La plaie de la capitale du Nord saigne au rythme de la Syrie

Comme annoncé, Tripoli est redevenue une arène de combats après le congé de l’Adha, face à l’impuissance générale. Les responsables ne prennent d’ailleurs plus la peine d’annoncer des plans de sécurité tant il est clair que sans une décision réelle (qui n’a rien à voir avec les déclarations d’appui aux forces de l’ordre), tous les soldats du Liban ne peuvent pas y ramener le calme. Plus même, les combattants, ou ceux qu’on appelle désormais « les chefs des axes », se font photographier sans complexes, en train de tirer à visage découvert, sans craindre d’être arrêtés.

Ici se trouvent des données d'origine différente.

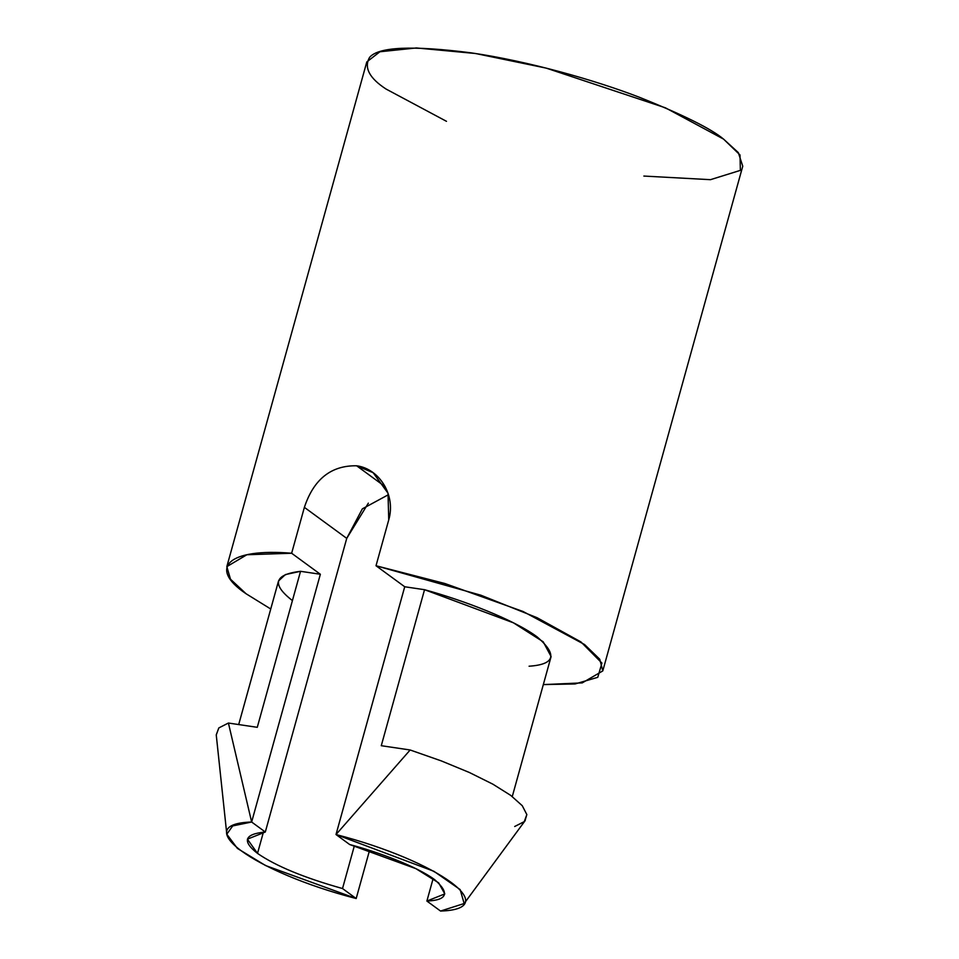 <?xml version="1.0" encoding="UTF-8"?>
<svg xmlns="http://www.w3.org/2000/svg" width="959" height="959" viewBox="0 0 959 959"><rect width="100%" height="100%" fill="white"/><g stroke="black" fill="none" stroke-linecap="round" stroke-linejoin="round"><path stroke-width="1.44" d="M512.274 796.545L551.101 656.567L543.202 641.799L513.413 622.811L424.537 589.701L381.274 745.706L410.14 749.986L336.01 834.534L349.675 844.531C378.086 852.012 417.177 866.576 434.679 879.667C449.939 893.057 447.338 900.189 426.887 901.052L440.553 911.05C504.17 909.096 438.635 861.122 336.01 834.534L404.722 586.764L336.01 834.534L410.14 749.986L381.274 745.706L424.537 589.701L404.722 586.764L376.012 565.75L444.88 583.516L523.111 611.506L584.522 644.508L599.747 659.229L602.791 670.904L582.233 682.892L543.321 684.594L575.112 683.947L597.769 677.318L601.904 663.077L580.95 641.931L537.04 617.692L480.891 595.215L376.012 565.75L388.743 519.874L388.011 493.214L373.123 472.691L356.628 465.786L385.242 486.74L356.628 465.786C379.308 468.699 396.067 495.18 388.743 519.874L376.012 565.75L404.722 586.764L424.537 589.701C463.089 600.202 514 619.598 537.148 636.908C557.742 654.685 555.057 664.455 529.08 666.217M270.75 609.001L246.079 593.753L230.508 579.224L226.827 566.637L246.871 554.746L291.644 553.247L304.375 507.359C313.725 479.212 331.143 465.355 356.628 465.786C331.143 465.355 313.725 479.212 304.375 507.359L291.644 553.247C229.153 547.973 207.12 567.56 246.079 593.753L270.75 609.001M602.791 670.904L742.757 166.195L738.298 152.577L723.518 139.079L665.438 107.828L546.139 68.101L475.46 53.5L416.374 47.95L379.92 51.762L366.794 61.927L226.827 566.637M292.471 600.634C271.409 584.271 274.094 574.501 300.539 571.312L320.354 574.261L291.644 553.247L320.354 574.261L300.539 571.312L285.374 574.585L278.518 580.974L238.695 724.56M446.486 121.325L386.045 89.043C369.251 78.075 363.773 67.502 369.611 57.324C378.613 46.811 412.454 45.313 471.145 52.853C528.097 61.1 595.731 80.364 639.581 97.35C683.252 114.864 711.23 128.782 723.518 139.079L740 154.95L740.372 170.366L710.451 179.681L643.861 176.06M257.276 727.318L300.539 571.312L257.276 727.318L228.41 723.038L251.642 822.019L320.354 574.261L251.642 822.019C188.024 823.973 253.572 871.947 356.185 898.535L342.519 888.537C304.219 877.785 275.88 866.073 257.515 853.402C241.788 841.115 244.389 833.994 265.307 832.016L251.642 822.019L228.41 723.038L257.276 727.318M369.539 850.405L356.185 898.535L265.523 865.521L237.412 848.427L226.803 834.198L232.701 825.927L251.642 822.019L265.307 832.016L247.41 839.161L257.515 853.402L263.401 832.172L257.515 853.402C275.88 866.073 304.219 877.785 342.519 888.537L354.362 845.826L342.519 888.537L356.185 898.535L369.539 850.405M216.255 734.966L218.82 727.929L228.41 723.038L218.82 727.929L216.243 734.858L226.803 834.198M524.969 820.868L526.839 814.575L522.259 805.704L510.751 795.407L492.842 784.162L469.347 772.486L441.344 760.919L410.14 749.986L441.344 760.919L469.347 772.486L492.842 784.162L510.751 795.407L522.259 805.704L526.839 814.575L524.273 821.623L514.683 826.502M336.01 834.534L433.936 871.311L460.164 889.592L464.156 903.522L440.553 911.05L426.887 901.052L444.796 893.908L438.671 882.855L415.906 868.662L349.675 844.531L336.01 834.534M388.479 494.664L362.37 508.833L346.738 538.371L265.307 832.016L346.738 538.371L304.375 507.359L346.738 538.371L368.352 503.151M433.132 878.564L426.887 901.052L433.132 878.564M525.256 820.496L464.156 903.522"/></g></svg>

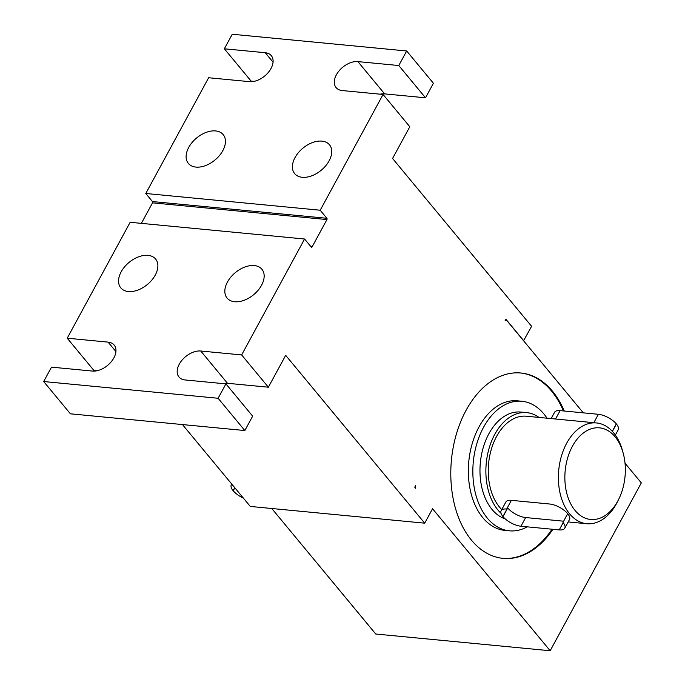 <?xml version="1.0" encoding="UTF-8"?>
<svg xmlns="http://www.w3.org/2000/svg" width="685" height="685" viewBox="0 0 685 685"><rect width="100%" height="100%" fill="white"/><g stroke="black" fill="none" stroke-linecap="round" stroke-linejoin="round"><path stroke-width="1.03" d="M148.028 255.368A22.596 14.342 140.4 0 1 155.615 259.041A22.596 14.342 140.4 0 1 147.361 284.506A22.596 14.342 140.4 0 1 120.808 287.871A22.596 14.342 140.4 0 1 124.576 266.859A22.596 14.342 140.4 0 1 148.028 255.368M218.113 398.268L225.93 383.874L185.044 379.952A18.075 11.474 140.4 0 1 178.982 377.015A18.075 11.474 140.4 0 1 181.996 360.199A18.075 11.474 140.4 0 1 200.756 351.011L241.642 354.933L304.577 239.022L130.15 222.291L67.216 338.202L108.093 342.123A18.075 11.474 140.4 0 1 114.164 345.06A18.075 11.474 140.4 0 1 111.141 361.877A18.075 11.474 140.4 0 1 92.381 371.065L51.503 367.143L43.686 381.536L70.418 413.817L244.845 430.548L218.113 398.268L43.686 381.536M234.681 301.742A22.596 14.342 140.4 0 1 227.095 298.069A22.596 14.342 140.4 0 1 235.349 272.604A22.596 14.342 140.4 0 1 261.901 269.239A22.596 14.342 140.4 0 1 258.134 290.252A22.596 14.342 140.4 0 1 234.681 301.742M96.953 370.765L93.948 370.474L67.216 338.202M244.845 430.548L252.662 416.146L225.93 383.874M241.642 354.933L268.374 387.205L227.497 383.292A18.075 11.474 -39.6 0 0 222.925 383.583M625.028 463.231L641.314 482.891L550.175 650.75L432.543 508.741L424.709 523.169L285.679 355.335L268.374 387.205M182.458 424.563L250.282 506.438L424.709 523.169M304.577 239.022L311.255 247.079A0.916 0.599 95.5 0 0 312.103 246.891L326.942 219.568A0.916 0.599 95.5 0 0 326.882 218.292L320.212 210.226L383.061 94.47L342.183 90.548A18.075 11.474 140.4 0 1 336.112 87.611A18.075 11.474 140.4 0 1 339.135 70.795A18.075 11.474 140.4 0 1 357.895 61.607L398.781 65.529L406.676 50.981L232.249 34.25L224.346 48.798L265.232 52.719A18.075 11.474 140.4 0 1 271.294 55.656A18.075 11.474 140.4 0 1 268.28 72.464A18.075 11.474 140.4 0 1 249.52 81.661L208.634 77.739L145.785 193.495L320.212 210.226M145.785 193.495L152.455 201.561A0.916 0.599 -84.5 0 1 152.515 202.837L141.367 223.37M215.595 130.929A22.596 14.342 140.4 0 1 223.182 134.594A22.596 14.342 140.4 0 1 214.927 160.059A22.596 14.342 140.4 0 1 188.375 163.432A22.596 14.342 140.4 0 1 192.151 142.411A22.596 14.342 140.4 0 1 215.595 130.929M302.248 177.295A22.596 14.342 140.4 0 1 294.661 173.622A22.596 14.342 140.4 0 1 302.916 148.165A22.596 14.342 140.4 0 1 329.476 144.792A22.596 14.342 140.4 0 1 325.7 165.813A22.596 14.342 140.4 0 1 302.248 177.295M523.58 340.753L531.594 326.3L392.573 158.466L409.801 126.742L383.061 94.47M398.781 65.529L425.513 97.801L384.627 93.879A18.075 11.474 -39.6 0 0 380.064 94.179M406.676 50.981L433.408 83.253L425.513 97.801M254.084 81.361L251.087 81.07L224.346 48.798M523.742 340.77L505.915 319.253L505.059 320.837L506.763 320.46L505.342 320.323M583.295 412.849L506.763 320.46M415.521 485.751L414.742 487.181L415.624 488.251L415.521 485.751M552.915 529.299A93.109 60.811 -84.5 0 1 503.09 558.369A93.109 60.811 -84.5 0 1 451.441 459.883A93.109 60.811 -84.5 0 1 520.865 373.008A93.109 60.811 -84.5 0 1 552.435 391.169A93.109 60.811 -84.5 0 1 564.26 411.026M520.437 372.974A93.109 60.811 -84.5 0 1 551.571 391.084A93.109 60.811 -84.5 0 1 563.395 410.94M552.05 529.222A93.109 60.811 -84.5 0 1 502.653 558.326M271.782 508.501L375.748 634.019L550.175 650.75M527.219 526.842A65.084 42.513 -84.5 0 1 509.392 530.824L504.896 530.395A65.084 42.513 -84.5 0 1 482.822 517.706A65.084 42.513 -84.5 0 1 472.308 443.289A65.084 42.513 -84.5 0 1 517.329 400.819L521.824 401.256A65.084 42.513 -84.5 0 1 547.041 418.201M509.392 530.824A65.084 42.513 -84.5 0 1 487.326 518.134A65.084 42.513 -84.5 0 1 476.811 443.726A65.084 42.513 -84.5 0 1 521.824 401.256M505.273 518.939A54.235 35.423 -84.5 0 1 492.044 509.452A54.235 35.423 -84.5 0 1 483.276 447.442A54.235 35.423 -84.5 0 1 520.788 412.053L526.697 412.618A54.235 35.423 -84.5 0 1 539.009 417.43M501.035 513.313A54.235 35.423 -84.5 0 1 497.944 510.017A54.235 35.423 -84.5 0 1 489.184 448.007A54.235 35.423 -84.5 0 1 526.697 412.618M501.754 509.58A50.621 33.06 -84.5 0 1 490.76 451.321A50.621 33.06 -84.5 0 1 526.345 416.215L596.472 422.945A50.621 33.06 95.5 0 0 558.729 470.175A50.621 33.06 95.5 0 0 586.805 523.725A50.621 33.06 95.5 0 0 617.587 501.548L618.692 499.322A46.032 30.063 -84.5 0 1 575.1 510.505A46.032 30.063 -84.5 0 1 572.412 446.278A46.032 30.063 -84.5 0 1 615.104 436.825A46.032 30.063 -84.5 0 1 623.136 452.965A46.032 30.063 -84.5 0 1 618.692 499.322M623.136 452.965L622.477 450.567A50.621 33.06 95.5 0 0 613.64 432.817A50.621 33.06 95.5 0 0 596.472 422.945M563.635 521.199L525.652 517.552A14.368 5.934 -151.5 0 1 507.739 507.962A50.621 33.06 -84.5 0 1 507.696 507.91A50.621 33.06 -84.5 0 1 507.645 507.85L502.936 516.533A14.368 5.934 28.5 0 1 501.137 510.719A14.368 5.934 28.5 0 1 506.677 509.024L511.395 500.341A14.368 5.934 -151.5 0 0 505.847 502.036L501.137 510.719M564.783 528.212L569.492 519.53A14.368 5.934 -151.5 0 0 567.694 513.716L562.984 522.398A14.368 5.934 28.5 0 1 564.783 528.212A14.368 5.934 28.5 0 1 559.234 529.907L520.942 526.234A14.368 5.934 28.5 0 1 503.021 516.644L502.936 516.533M567.694 513.716A50.621 33.06 95.5 0 1 567.651 513.656A50.621 33.06 95.5 0 1 567.608 513.604A14.368 5.934 -151.5 0 0 549.687 504.014L511.395 500.341M243.363 498.089A14.368 5.934 28.5 0 1 233.208 490.76L233.114 490.657A14.368 5.934 28.5 0 1 231.316 484.834A14.368 5.934 28.5 0 1 231.838 484.175M615.361 435.061L618.204 429.812A14.368 5.934 -151.5 0 0 616.406 423.998L616.32 423.887A14.368 5.934 -151.5 0 0 598.399 414.297L560.107 410.623A14.368 5.934 -151.5 0 0 554.559 412.319L551.151 418.595M108.093 342.123L115.919 351.568M227.497 383.292L200.756 351.011M312.103 246.891L311.007 246.788M152.515 202.837L326.942 219.568M326.882 218.292L152.455 201.561M357.895 61.607L384.627 93.879M273.058 62.164L265.232 52.719M507.739 507.962L503.021 516.644M525.652 517.552L520.942 526.234M563.181 522.638L559.234 529.907M234.827 487.78L233.208 490.76M234.732 487.669L233.114 490.657M593.844 422.688L598.399 414.297M612.296 431.293L616.32 423.887M555.552 419.014L560.107 410.623M612.39 431.396L616.406 423.998M568.19 521.936L586.805 523.725M231.744 484.055L231.316 484.834"/></g></svg>

Ils savent parfaitement que s’ils étaient arrêtés, ils seraient relâchés le lendemain pour cause de pressions « sunnites » ou « alaouito-chiites ». La ville est ainsi sacrifiée sur l’autel de la crise syrienne et des complications régionales et internationales.

 

À défaut de provoquer une guerre généralisée, faute de protagonistes – les deux grandes formations libanaises capables de faire basculer le pays dans le chaos, à savoir le Hezbollah et le courant du Futur, n’étant pas désireuses de transposer leurs divergences profondes sur le terrain –, les conflits régionaux et internationaux se traduisent au Liban par des charges explosives qui circuleraient dans plusieurs régions, des incidents rapidement circonscrits, le flot de réfugiés syriens... et la plaie béante de Tripoli.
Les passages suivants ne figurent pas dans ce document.